Depois de a Toyota suspender em 2023, pela primeira vez em 43 anos, as vendas do Camry no Japão, o sedã pode estar a caminho de casa novamente — só que, desta vez, por importação reversa a partir da América do Norte. A mudança de plano vem na esteira de uma demanda doméstica fraca e de um apetite crescente por modelos maiores que não têm oferta oficial no mercado japonês.

Além do Camry, a Toyota avalia trazer o Sienna, minivan queridinha nos Estados Unidos e no Canadá, mas que no Japão só aparece via importadores independentes. Já os grandalhões Sequoia e Tundra permanecem apostas de nicho, esbarrando no porte e na tributação — obstáculos que não desaparecem só porque o emblema é familiar. Em termos práticos, soa coerente priorizar o que tem vocação mais urbana antes de arriscar nos extremos.

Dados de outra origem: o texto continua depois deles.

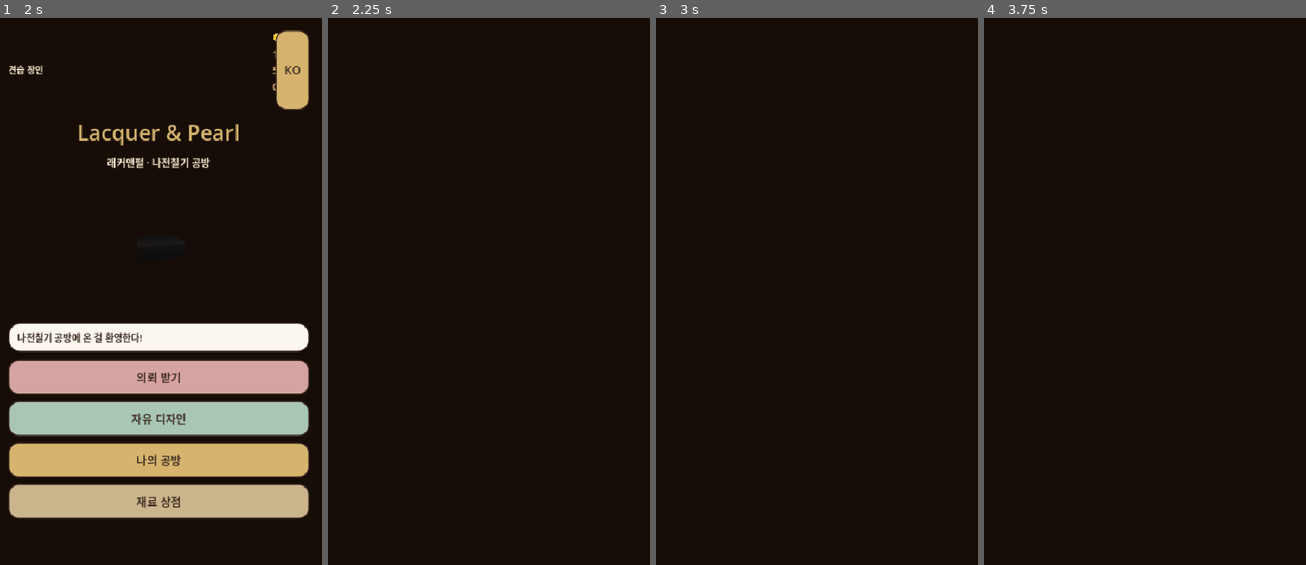
Above: before the commit, frames 1-4 (left to right).
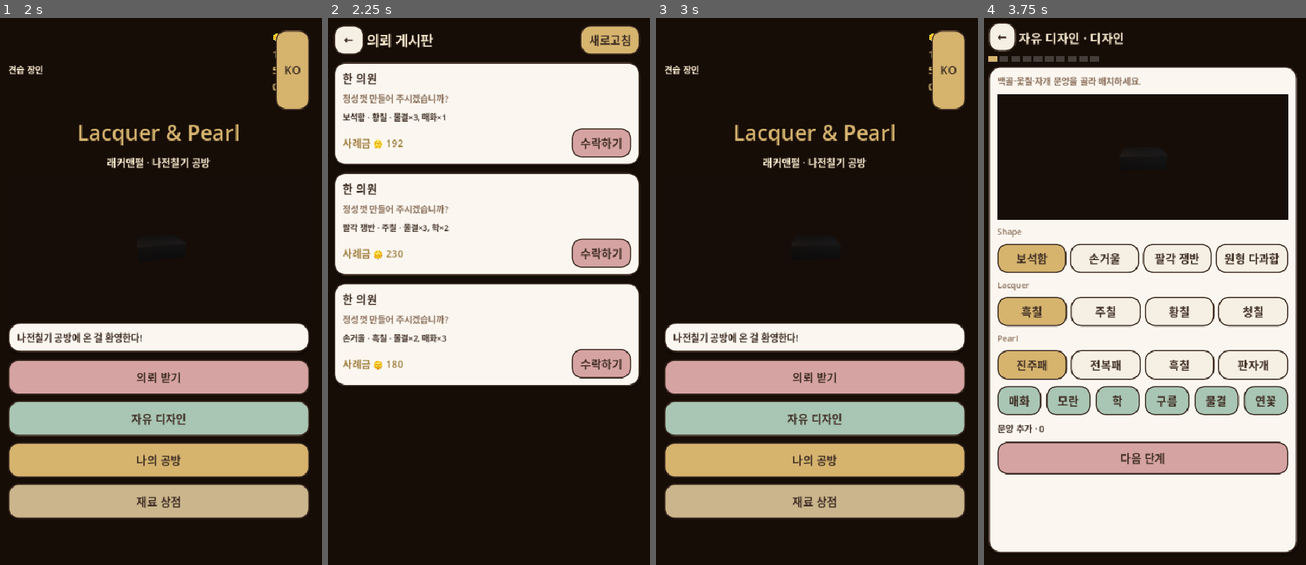
Above: after the commit, the same moments.

Repository: Lacquer-Pearl/lacquerandpearl
Game: Godot game, scene res://scenes/main.tscn
Two runs of this game, one before a commit and one after it. Both use one fixed random seed, a clock stepped at 60 frames per second and the inputs below.
Inputs (mouse positions are in pixels of both pictures, inside the frame that each line leads up to):
- Up to frame 1 (2 s): click "KO" at 0.5 s; click "EN" at 1.25 s
- Up to frame 2 (2.25 s): click "의뢰 받기" at 2 s
- Up to frame 3 (3 s): click (675, 39) at 2.75 s, where only the run after the commit has a clickable "←"
- Up to frame 4 (3.75 s): click (1141, 417) at 3.5 s, where only the run after the commit has a clickable "자유 디자인"

Frame 1 is identical in both runs. In frame 2, 55% of the frame differs, in the area x 1-97%, y 1-68%; in frame 3, 31%; in frame 4, 66%, in the area x 1-98%, y 0-98%.
Error before the commit: Parse Error: Cannot infer the type of "name" variable because the value doesn't have a set type. (res://scripts/board_screen.gd:51)

Commit message:
커밋

Diff:
--- a/godot/scripts/board_screen.gd
+++ b/godot/scripts/board_screen.gd
@@ -48,18 +48,21 @@
 	var box := VBoxContainer.new()
 	box.add_theme_constant_override("separation", 8)
 	panel.add_child(box)
-	var name := c["name_ko"] if I18n.lang() == "ko" else c["name_en"]
-	box.add_child(UiKit.make_label(str(name), 18))
-	var line := c["line_ko"] if I18n.lang() == "ko" else c["line_en"]
-	box.add_child(UiKit.make_label(str(line), 14, UiKit.BROWN_LIGHT))
-	var shape: String = c["shape"]
-	var lacquer: String = c["lacquer"]
-	var shape_name: String = GameData.SHAPES[shape]["name_ko" if I18n.lang() == "ko" else "name_en"]
-	var lac_name: String = GameData.LACQUERS[lacquer]["name_ko" if I18n.lang() == "ko" else "name_en"]
+	var nk := "name_ko" if I18n.lang() == "ko" else "name_en"
+	var patron_name: String = str(c[nk])
+	box.add_child(UiKit.make_label(patron_name, 18))
+	var line_key := "line_ko" if I18n.lang() == "ko" else "line_en"
+	var line_text: String = str(c[line_key])
+	box.add_child(UiKit.make_label(line_text, 14, UiKit.BROWN_LIGHT))
+	var shape: String = str(c["shape"])
+	var lacquer: String = str(c["lacquer"])
+	var shape_name: String = str(GameData.SHAPES[shape][nk])
+	var lac_name: String = str(GameData.LACQUERS[lacquer][nk])
 	var motif_bits: PackedStringArray = []
-	for m in c.get("motifs", {}).keys():
-		var mn: String = GameData.MOTIFS[m]["name_ko" if I18n.lang() == "ko" else "name_en"]
-		motif_bits.append("%s×%s" % [mn, c["motifs"][m]])
+	var motifs: Dictionary = c.get("motifs", {})
+	for m in motifs.keys():
+		var mn: String = str(GameData.MOTIFS[m][nk])
+		motif_bits.append("%s×%s" % [mn, motifs[m]])
 	box.add_child(UiKit.make_label("%s · %s · %s" % [shape_name, lac_name, ", ".join(motif_bits)], 13))
 	var row := HBoxContainer.new()
 	box.add_child(row)
@@ -67,6 +70,7 @@
 	reward.size_flags_horizontal = Control.SIZE_EXPAND_FILL
 	row.add_child(reward)
 	var accept := UiKit.make_button(I18n.t("board.accept"), UiKit.PINK, 42)
-	accept.pressed.connect(func(): GameState.start_craft(c))
+	var commission: Dictionary = c
+	accept.pressed.connect(func(): GameState.start_craft(commission))
 	row.add_child(accept)
 	return panel
Not shown, changed: src/lib/sound.ts

Do lado da Honda, a lista de possíveis retornos inclui Ridgeline, Pilot e Passport. Nenhum deles é vendido oficialmente no país, mas continuam despertando interesse entre os fãs de SUVs — um sinal de que há público disposto a pagar pela combinação de espaço e versatilidade.

Segundo relatos da mídia, a Nissan discute a volta do Murano após quase uma década fora do mercado doméstico e considera também importar a picape Frontier, pensada primordialmente para o comprador norte-americano.

No conjunto, o movimento de importação reversa evidencia uma mudança de gosto no Japão, com mais motoristas migrando para SUVs espaçosos de estilo norte-americano. Se os planos avançarem, deverão funcionar como um termômetro claro para medir até onde essa virada pode ir.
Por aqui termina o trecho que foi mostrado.